--- Task details ---
State the number of lines in the records beneath that hold the word "multi", and add nothing.

--- Excerpted data ---
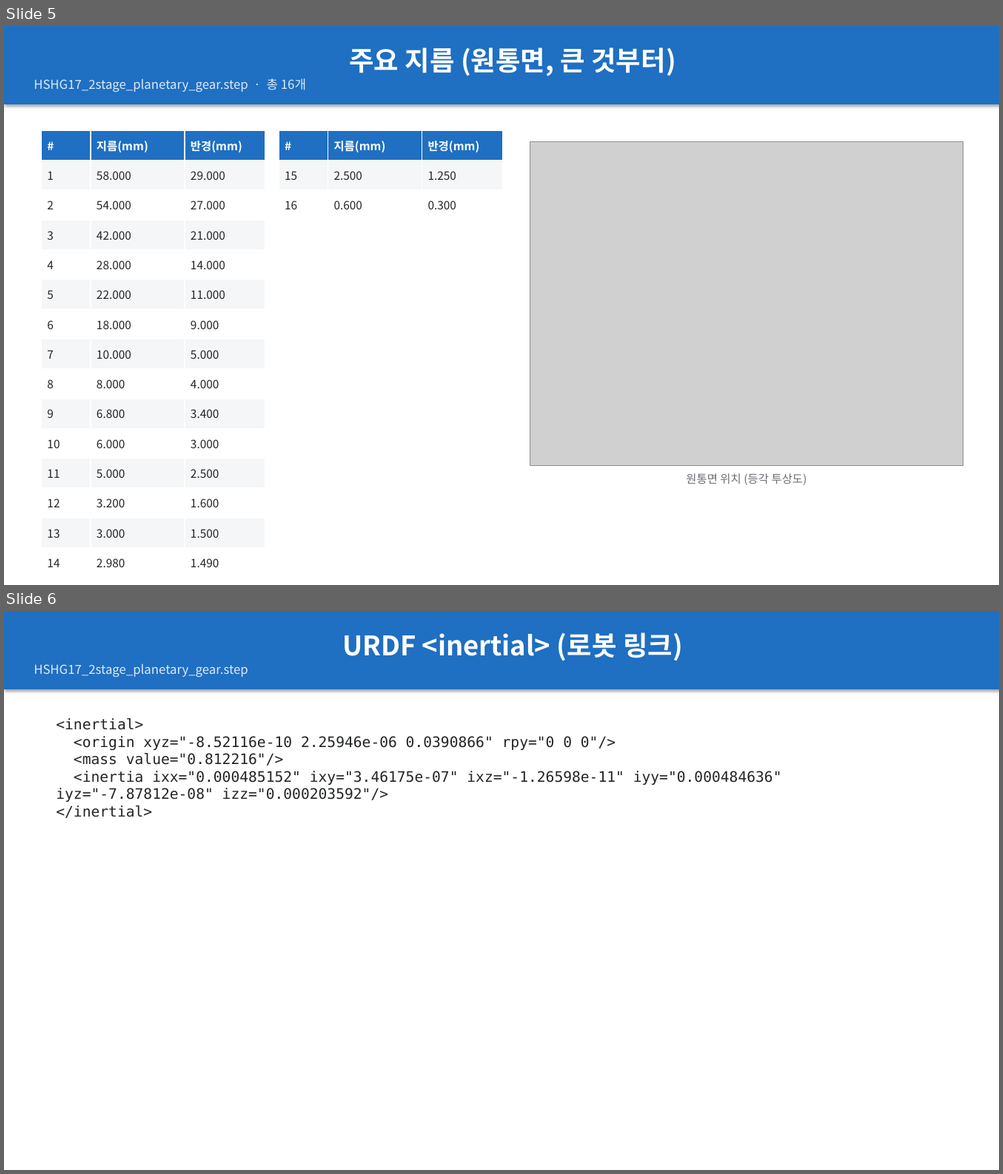
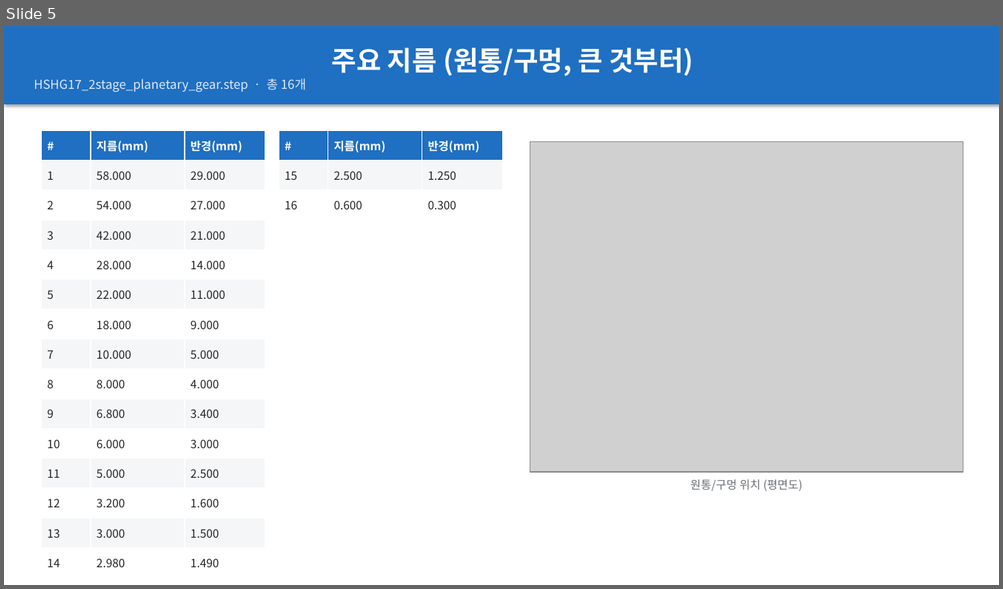
Before and after one commit to Seobuk/Argos, a slide deck: examples/planetary_gear/report/HSHG17_2stage_planetary_gear_report.pptx. Shown one above the other, each under a label of ours: slides 5 and 6 before the commit, slide 5 after it. The pictures are 1003x1174 and 1003x589 pixels, drawn with LibreOffice and Linux fonts; fonts in the diff are those of the drawing; grey boxes stand for pictures. Boxes give left, top, right and bottom in pixels: in the first picture for what was removed or moved away, otherwise in the second. Text is boxed around its words. In the diff, an @@ line names an element or a change of style, - is before the commit and + after.

Commit message:
feature/step-report: refocus report on size + multi-angle photos
Per request, the default report is now visual/dimensional rather than
robot-dynamics oriented:
- Mass / inertia / URDF slides are OFF by default (add back with --with-mass).
  URDF is only computed/written when --with-mass is given.
- Dimensions stated as 가로(X) · 세로(Y) · 높이(Z); each orthographic view is
  annotated with its in-plane dims using these names (consistent everywhere).
- Standard 삼면도: front / TOP / side + iso. Top replaces the redundant back
  view and shows the footprint — fixes flat parts (a PCB only reads from above).
- New "여러 각도" gallery: 4 isometric corners (turntable). Title slide shows
  the part + size.

Slides: title / dimensions / dimensioned-drawing / multi-angle / diameters.
Planetary-gear example regenerated (7 renders); URDF file dropped from it.

```diff
--- a/examples/planetary_gear/report/HSHG17_2stage_planetary_gear_report.pptx
+++ b/examples/planetary_gear/report/HSHG17_2stage_planetary_gear_report.pptx
@@ slide 6 removed at [4,611,999,1170], background #FFFFFF @@
@@ rectangle removed at [4,611,999,689] @@
-URDF <inertial> (로봇 링크)
-HSHG17_2stage_planetary_gear.step
@@ text removed at [56,718,782,818] @@
-<inertial>
-<origin xyz="-8.52116e-10 2.25946e-06 0.0390866" rpy="0 0 0"/>
-<mass value="0.812216"/>
-<inertia ixx="0.000485152" ixy="3.46175e-07" ixz="-1.26598e-11" iyy="0.000484636" iyz="-7.87812e-08" izz="0.000203592"/>
-</inertial>
@@ slide 5 changed as well @@
@@ text in rectangle at [332,47,693,76]: text changed @@
-주요 지름 (원통면, 큰 것부터)
+주요 지름 (원통/구멍, 큰 것부터)
@@ picture: place and size @@
-picture at [530,141,963,466]
+picture at [530,141,963,472]
@@ text at [690,480,802,491]: text changed @@
-원통면 위치 (등각 투상도)
+원통/구멍 위치 (평면도)
```
Also in this commit, not shown: 2 other slides changed, 2 slides added, 2 other slides removed, 12 other files.

--- Task answer ---
2